§ **WHAT THE EXERCISE ASKS**
Check each line of the data for "arrow", then give the number of lines that have it, without any other words.

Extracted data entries
※

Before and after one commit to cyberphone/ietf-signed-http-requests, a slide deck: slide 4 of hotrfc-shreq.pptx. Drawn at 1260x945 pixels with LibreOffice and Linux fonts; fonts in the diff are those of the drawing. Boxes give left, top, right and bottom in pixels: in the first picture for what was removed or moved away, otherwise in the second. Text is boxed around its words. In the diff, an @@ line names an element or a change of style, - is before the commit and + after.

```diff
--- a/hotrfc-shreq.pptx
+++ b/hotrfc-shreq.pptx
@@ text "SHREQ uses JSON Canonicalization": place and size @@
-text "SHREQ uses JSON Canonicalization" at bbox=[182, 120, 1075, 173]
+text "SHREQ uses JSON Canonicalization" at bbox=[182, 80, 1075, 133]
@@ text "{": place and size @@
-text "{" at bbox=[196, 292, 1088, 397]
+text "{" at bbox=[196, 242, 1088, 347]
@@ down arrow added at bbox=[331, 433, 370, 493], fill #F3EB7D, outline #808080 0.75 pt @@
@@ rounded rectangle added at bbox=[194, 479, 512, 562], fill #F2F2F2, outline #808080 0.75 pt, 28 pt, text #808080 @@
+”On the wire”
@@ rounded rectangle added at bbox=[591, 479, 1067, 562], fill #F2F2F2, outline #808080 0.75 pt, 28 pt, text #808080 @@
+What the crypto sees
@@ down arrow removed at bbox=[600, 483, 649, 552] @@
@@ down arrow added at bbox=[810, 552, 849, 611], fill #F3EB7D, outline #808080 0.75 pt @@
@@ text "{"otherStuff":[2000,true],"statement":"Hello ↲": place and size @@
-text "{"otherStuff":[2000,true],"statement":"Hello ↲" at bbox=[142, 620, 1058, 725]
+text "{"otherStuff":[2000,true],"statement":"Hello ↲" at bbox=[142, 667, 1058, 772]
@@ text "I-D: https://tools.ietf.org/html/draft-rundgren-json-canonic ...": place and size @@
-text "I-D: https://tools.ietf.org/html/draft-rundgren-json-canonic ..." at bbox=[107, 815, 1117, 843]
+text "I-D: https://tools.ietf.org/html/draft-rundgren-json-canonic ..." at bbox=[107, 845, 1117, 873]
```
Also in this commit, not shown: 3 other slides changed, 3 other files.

※

§ **EXPECTED OUTPUT**
3